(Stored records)
*****
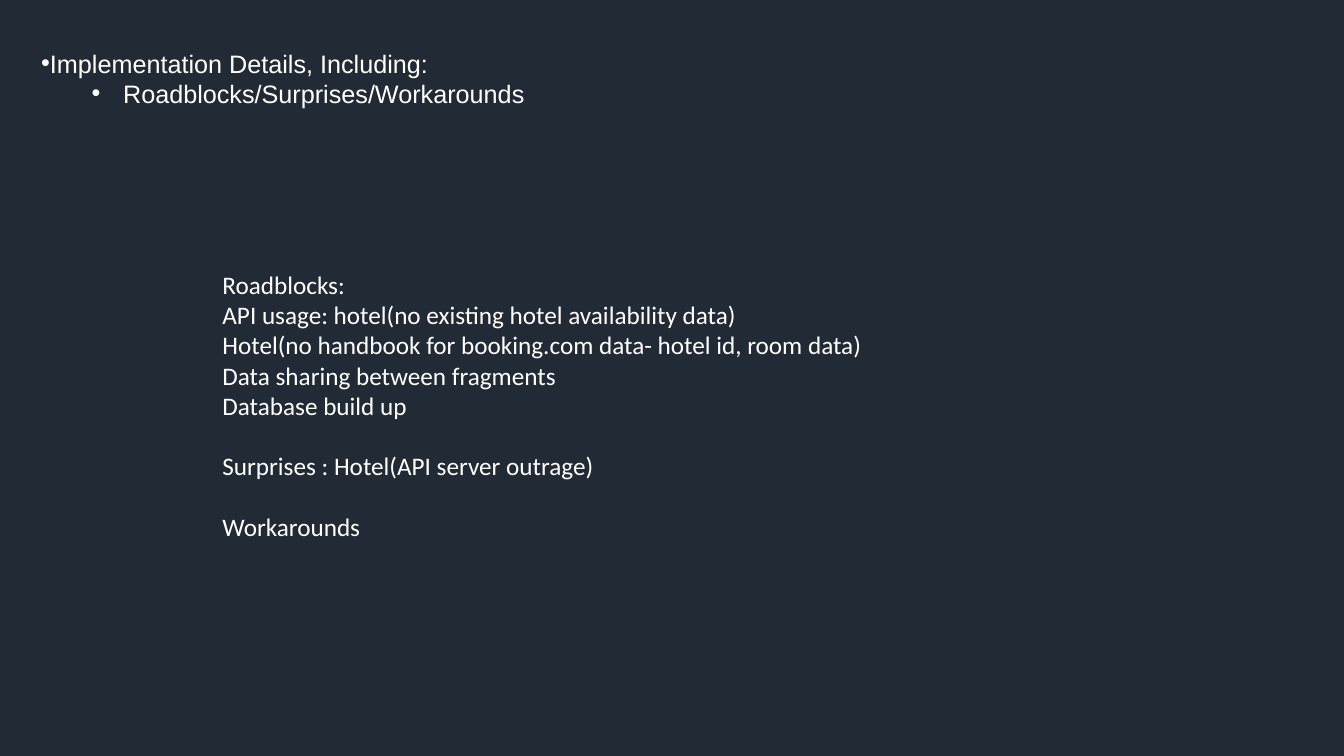
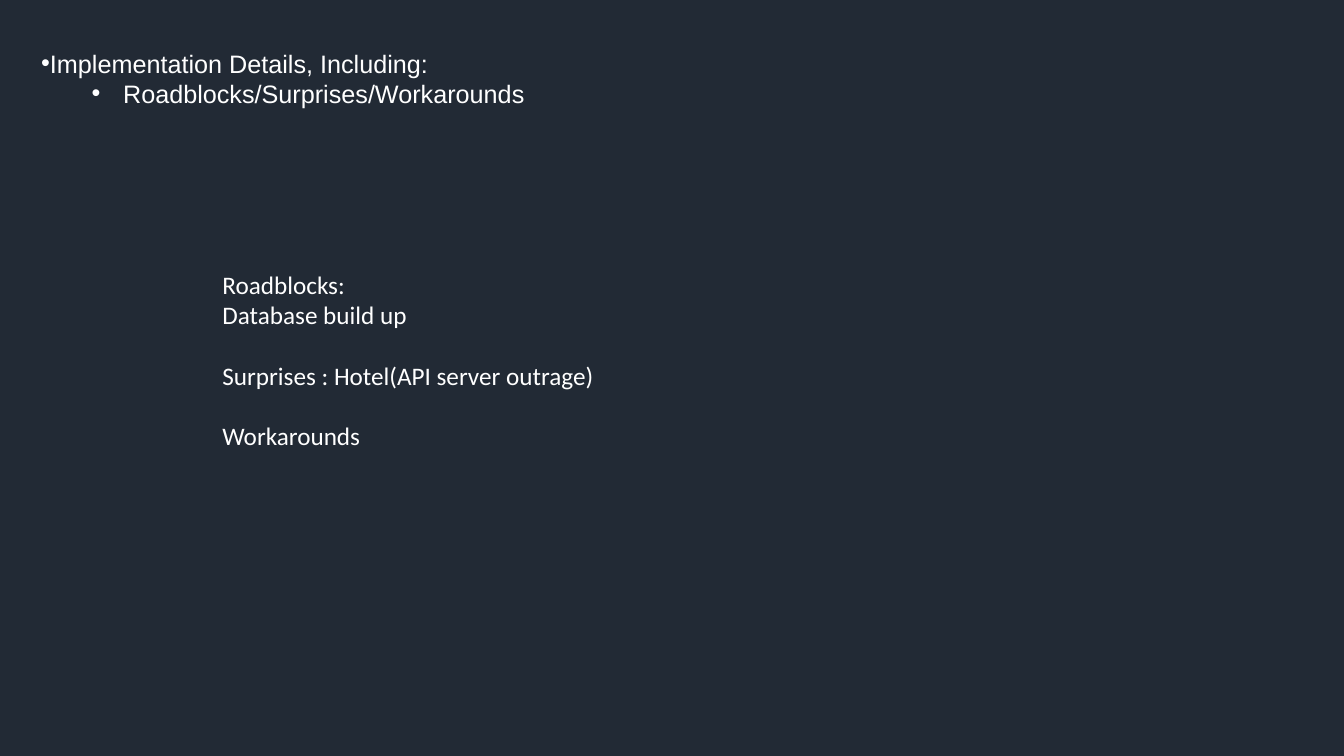
Before and after one commit to csc0007/CS501_GroupWork, a slide deck: slide 7 of Homework9-Final/Final Presentation.pptx (slide 3 before the commit). Drawn at 1344x756 pixels with LibreOffice and Linux fonts; fonts in the diff are those of the drawing. Boxes give left, top, right and bottom in pixels: in the first picture for what was removed or moved away, otherwise in the second. Text is boxed around its words. In the diff, an @@ line names an element or a change of style, - is before the commit and + after.

```diff
--- a/Homework9-Final/Final Presentation.pptx
+++ b/Homework9-Final/Final Presentation.pptx
@@ text at (222, 306, 861, 390): paragraphs removed @@
-API usage: hotel(no existing hotel availability data)
-Hotel(no handbook for booking.com data- hotel id, room data)
-Data sharing between fragments
```
Also in this commit, not shown: 5 slides added, 1 slide removed, 4 other files.
*****
An exact, picture-free copy of the entries is required.

Before and after one commit to csc0007/CS501_GroupWork, a slide deck: slide 7 of Homework9-Final/Final Presentation.pptx (slide 3 before the commit). Drawn at 1344x756 pixels with LibreOffice and Linux fonts; fonts in the diff are those of the drawing. Boxes give left, top, right and bottom in pixels: in the first picture for what was removed or moved away, otherwise in the second. Text is boxed around its words. In the diff, an @@ line names an element or a change of style, - is before the commit and + after.

```diff
--- a/Homework9-Final/Final Presentation.pptx
+++ b/Homework9-Final/Final Presentation.pptx
@@ text at (222, 306, 861, 390): paragraphs removed @@
-API usage: hotel(no existing hotel availability data)
-Hotel(no handbook for booking.com data- hotel id, room data)
-Data sharing between fragments
```
Also in this commit, not shown: 5 slides added, 1 slide removed, 4 other files.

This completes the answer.